Silicon Valley Is Using Trade Secrets to Hide Its Race Problem - chollida1
https://www.bloomberg.com/news/articles/2019-02-13/silicon-valley-is-using-trade-secrets-to-hide-its-race-problem
======
ralusek
For the millionth time. The distribution of populations not lining up with the
general population distributions is _not_ indicative of discrimination. Not to
mention that the "anti-brown people" narrative absolutely dissolves in the
face of the massive overrepresentation of Indians and other Asians. To say
that Silicon Valley has a "race problem" and _only_ include the employment
statistics as they relate to the population at large is just pure insanity.

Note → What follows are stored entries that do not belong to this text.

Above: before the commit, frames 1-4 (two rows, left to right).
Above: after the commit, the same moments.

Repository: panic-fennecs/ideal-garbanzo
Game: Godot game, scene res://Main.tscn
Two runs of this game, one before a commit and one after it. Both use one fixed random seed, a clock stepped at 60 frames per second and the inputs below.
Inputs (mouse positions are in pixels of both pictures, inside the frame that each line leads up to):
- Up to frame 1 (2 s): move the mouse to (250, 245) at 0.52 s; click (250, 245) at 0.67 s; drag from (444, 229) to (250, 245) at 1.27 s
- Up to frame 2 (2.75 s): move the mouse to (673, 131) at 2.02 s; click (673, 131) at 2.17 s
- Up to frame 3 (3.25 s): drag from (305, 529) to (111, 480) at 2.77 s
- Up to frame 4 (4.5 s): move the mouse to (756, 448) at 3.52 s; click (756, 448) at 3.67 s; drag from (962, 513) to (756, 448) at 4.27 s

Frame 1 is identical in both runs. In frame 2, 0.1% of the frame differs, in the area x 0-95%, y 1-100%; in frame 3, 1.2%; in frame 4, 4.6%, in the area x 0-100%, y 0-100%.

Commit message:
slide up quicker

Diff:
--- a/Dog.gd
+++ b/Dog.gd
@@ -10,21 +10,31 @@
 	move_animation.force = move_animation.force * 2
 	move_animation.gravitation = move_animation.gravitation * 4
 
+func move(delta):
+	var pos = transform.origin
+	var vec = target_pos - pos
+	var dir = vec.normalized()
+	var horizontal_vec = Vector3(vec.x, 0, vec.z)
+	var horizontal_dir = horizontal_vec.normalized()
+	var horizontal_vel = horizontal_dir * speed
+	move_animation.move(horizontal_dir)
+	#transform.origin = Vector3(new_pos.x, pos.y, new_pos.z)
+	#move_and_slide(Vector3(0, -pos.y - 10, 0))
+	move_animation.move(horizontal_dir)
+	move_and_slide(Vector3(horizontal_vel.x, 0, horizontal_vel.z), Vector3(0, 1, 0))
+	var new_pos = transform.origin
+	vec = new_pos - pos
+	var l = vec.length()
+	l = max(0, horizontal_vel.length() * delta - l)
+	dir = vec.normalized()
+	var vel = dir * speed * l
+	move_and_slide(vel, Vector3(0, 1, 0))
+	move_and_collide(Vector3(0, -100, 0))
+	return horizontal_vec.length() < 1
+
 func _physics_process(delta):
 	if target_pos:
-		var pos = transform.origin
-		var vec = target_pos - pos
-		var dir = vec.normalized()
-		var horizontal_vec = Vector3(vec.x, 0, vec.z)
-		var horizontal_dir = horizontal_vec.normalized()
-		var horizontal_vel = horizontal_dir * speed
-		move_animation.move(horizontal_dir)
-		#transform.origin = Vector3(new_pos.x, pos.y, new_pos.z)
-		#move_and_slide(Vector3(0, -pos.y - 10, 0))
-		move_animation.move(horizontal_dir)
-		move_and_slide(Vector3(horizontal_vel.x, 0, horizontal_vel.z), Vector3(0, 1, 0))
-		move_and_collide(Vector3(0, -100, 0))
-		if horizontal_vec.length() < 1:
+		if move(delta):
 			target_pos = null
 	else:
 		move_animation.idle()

What about the racial distribution of the hiring pool? It's _less_ diverse by
their own standards than the distributions in companies. What about the racial
distribution of college graduates in engineering? Then what about mapping the
racial distribution of the college graduates onto interview success rates,
where the biased distribution of the graduates as produced by the
universities' affirmative action policies must necessarily align with a
similar policy at the company if their own filtering criteria is to produce
the same results?

The thing that I find the most interesting about all of this is that there
isn't an overt attempt to actually remove purported discrimination from the
hiring process. Suggestions to anonymize the interview process typically
produce results that are even _less_ representative of their desired
distribution, because almost every company is actively discriminating in
_favor_ of women and "marginalized communities." If their accusations were
actually on the basis of correcting bias/discrimination, this is the sort of
strategy you'd see advocated, but it's not. They want arbitrary quotas that
are, given the available pool of candidates to even consider, mathematically
impossible to attain.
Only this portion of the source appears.